Requirement - Locate all lines in the data below that hold "code" and show them.

───── Available data ─────

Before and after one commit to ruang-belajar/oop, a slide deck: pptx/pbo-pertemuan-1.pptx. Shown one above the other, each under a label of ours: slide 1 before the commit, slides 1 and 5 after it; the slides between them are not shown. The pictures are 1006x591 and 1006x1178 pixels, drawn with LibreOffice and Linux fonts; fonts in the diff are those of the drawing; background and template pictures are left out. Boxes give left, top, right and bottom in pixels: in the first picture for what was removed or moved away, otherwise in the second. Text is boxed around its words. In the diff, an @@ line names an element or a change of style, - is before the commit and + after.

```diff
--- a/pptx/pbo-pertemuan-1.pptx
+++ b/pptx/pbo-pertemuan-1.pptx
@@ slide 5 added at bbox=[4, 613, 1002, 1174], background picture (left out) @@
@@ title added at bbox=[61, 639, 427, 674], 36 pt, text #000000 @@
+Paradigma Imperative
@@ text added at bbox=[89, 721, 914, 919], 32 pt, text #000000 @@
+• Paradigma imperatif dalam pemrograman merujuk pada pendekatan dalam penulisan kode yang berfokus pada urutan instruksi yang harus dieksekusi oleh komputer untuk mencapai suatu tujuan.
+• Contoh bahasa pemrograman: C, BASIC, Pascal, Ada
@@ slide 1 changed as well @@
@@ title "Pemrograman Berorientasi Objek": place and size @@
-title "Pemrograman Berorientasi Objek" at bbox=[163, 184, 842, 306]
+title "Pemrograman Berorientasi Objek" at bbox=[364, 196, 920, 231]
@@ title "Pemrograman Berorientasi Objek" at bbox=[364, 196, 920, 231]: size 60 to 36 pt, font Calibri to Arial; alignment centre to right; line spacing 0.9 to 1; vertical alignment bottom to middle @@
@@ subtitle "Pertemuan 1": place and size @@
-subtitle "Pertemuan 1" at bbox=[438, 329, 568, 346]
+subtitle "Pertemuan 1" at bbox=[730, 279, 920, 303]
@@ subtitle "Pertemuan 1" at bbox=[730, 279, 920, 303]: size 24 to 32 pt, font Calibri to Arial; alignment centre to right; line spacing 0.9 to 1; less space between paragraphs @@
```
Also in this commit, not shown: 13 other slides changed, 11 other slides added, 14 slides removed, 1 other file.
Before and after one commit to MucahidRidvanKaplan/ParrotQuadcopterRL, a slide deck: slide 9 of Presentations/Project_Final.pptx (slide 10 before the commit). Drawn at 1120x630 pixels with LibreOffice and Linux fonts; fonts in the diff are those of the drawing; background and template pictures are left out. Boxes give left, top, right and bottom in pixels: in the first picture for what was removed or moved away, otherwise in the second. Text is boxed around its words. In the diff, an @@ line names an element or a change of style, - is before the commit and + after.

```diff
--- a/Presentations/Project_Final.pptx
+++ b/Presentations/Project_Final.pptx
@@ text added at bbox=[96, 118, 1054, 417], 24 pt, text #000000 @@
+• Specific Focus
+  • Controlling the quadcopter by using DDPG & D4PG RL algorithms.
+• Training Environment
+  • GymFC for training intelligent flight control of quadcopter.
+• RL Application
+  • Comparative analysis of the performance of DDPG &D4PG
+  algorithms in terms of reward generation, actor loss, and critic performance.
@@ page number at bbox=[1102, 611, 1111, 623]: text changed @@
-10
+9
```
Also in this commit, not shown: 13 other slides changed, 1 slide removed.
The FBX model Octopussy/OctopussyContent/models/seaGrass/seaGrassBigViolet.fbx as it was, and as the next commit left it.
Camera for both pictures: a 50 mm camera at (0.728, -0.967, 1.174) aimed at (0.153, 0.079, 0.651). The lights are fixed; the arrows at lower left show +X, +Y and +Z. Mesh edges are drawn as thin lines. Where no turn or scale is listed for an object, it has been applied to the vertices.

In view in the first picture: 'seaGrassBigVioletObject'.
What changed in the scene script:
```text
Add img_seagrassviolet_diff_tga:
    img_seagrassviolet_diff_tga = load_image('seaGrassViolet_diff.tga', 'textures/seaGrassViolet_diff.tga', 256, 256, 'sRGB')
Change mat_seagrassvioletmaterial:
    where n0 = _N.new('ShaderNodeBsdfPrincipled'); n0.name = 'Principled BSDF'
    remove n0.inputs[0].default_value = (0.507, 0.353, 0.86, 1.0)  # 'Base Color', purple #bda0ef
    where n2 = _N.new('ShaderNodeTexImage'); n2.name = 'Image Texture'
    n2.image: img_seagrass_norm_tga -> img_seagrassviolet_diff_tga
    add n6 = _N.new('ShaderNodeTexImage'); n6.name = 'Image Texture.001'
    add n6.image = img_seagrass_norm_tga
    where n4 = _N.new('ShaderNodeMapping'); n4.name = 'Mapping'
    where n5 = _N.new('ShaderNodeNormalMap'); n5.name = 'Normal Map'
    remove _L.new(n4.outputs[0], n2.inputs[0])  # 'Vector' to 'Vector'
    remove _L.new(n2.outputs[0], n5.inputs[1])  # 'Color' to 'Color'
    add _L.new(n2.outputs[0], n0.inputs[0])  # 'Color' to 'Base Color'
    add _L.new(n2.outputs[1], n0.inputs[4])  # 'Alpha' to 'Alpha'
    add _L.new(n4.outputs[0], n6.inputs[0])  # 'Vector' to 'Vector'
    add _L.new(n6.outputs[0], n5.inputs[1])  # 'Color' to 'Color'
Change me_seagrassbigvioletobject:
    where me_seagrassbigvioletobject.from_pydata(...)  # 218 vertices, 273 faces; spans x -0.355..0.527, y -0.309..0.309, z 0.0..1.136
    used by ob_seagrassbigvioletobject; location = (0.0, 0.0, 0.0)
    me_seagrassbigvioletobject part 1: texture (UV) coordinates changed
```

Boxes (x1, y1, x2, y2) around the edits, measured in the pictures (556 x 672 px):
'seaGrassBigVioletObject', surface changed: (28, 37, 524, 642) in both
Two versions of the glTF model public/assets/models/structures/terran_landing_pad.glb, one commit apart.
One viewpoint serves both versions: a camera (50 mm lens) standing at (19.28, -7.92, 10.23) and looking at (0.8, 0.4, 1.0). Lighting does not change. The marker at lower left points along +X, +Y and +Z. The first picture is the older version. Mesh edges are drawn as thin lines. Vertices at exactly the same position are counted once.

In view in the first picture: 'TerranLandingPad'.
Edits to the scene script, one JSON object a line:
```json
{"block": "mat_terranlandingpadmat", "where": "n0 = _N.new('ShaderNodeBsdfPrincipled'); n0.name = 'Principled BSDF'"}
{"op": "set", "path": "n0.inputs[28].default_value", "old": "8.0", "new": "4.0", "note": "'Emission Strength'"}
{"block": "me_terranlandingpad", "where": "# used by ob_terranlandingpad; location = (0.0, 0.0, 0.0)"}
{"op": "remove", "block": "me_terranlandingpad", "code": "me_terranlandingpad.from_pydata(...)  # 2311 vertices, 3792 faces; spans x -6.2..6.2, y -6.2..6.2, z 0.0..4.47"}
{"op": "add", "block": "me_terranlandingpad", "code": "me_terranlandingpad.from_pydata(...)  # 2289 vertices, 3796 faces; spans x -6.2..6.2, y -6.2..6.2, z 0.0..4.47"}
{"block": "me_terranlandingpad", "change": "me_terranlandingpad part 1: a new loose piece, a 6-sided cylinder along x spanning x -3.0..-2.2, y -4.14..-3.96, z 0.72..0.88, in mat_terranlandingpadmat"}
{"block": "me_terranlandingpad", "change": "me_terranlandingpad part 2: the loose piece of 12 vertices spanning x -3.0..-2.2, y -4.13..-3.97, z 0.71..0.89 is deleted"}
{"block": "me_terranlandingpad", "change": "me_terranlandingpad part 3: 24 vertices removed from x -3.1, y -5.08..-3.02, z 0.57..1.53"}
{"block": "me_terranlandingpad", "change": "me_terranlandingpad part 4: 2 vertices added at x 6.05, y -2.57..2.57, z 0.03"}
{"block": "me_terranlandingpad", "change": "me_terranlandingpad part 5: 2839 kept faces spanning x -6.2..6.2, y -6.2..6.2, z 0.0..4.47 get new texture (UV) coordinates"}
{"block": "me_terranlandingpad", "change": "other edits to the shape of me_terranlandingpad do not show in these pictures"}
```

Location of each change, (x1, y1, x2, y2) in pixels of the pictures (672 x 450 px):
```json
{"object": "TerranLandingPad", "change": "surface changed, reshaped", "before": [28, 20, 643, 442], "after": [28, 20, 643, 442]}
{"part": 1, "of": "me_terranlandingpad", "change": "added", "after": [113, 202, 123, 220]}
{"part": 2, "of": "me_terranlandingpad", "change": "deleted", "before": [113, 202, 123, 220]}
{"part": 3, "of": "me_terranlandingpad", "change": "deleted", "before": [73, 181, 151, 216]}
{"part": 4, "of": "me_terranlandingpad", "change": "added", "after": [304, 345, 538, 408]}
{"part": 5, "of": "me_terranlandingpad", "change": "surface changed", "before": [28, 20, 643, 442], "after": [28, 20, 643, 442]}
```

─────

Written answer -
{"op": "remove", "block": "me_terranlandingpad", "code": "me_terranlandingpad.from_pydata(...)  # 2311 vertices, 3792 faces; spans x -6.2..6.2, y -6.2..6.2, z 0.0..4.47"}
{"op": "add", "block": "me_terranlandingpad", "code": "me_terranlandingpad.from_pydata(...)  # 2289 vertices, 3796 faces; spans x -6.2..6.2, y -6.2..6.2, z 0.0..4.47"}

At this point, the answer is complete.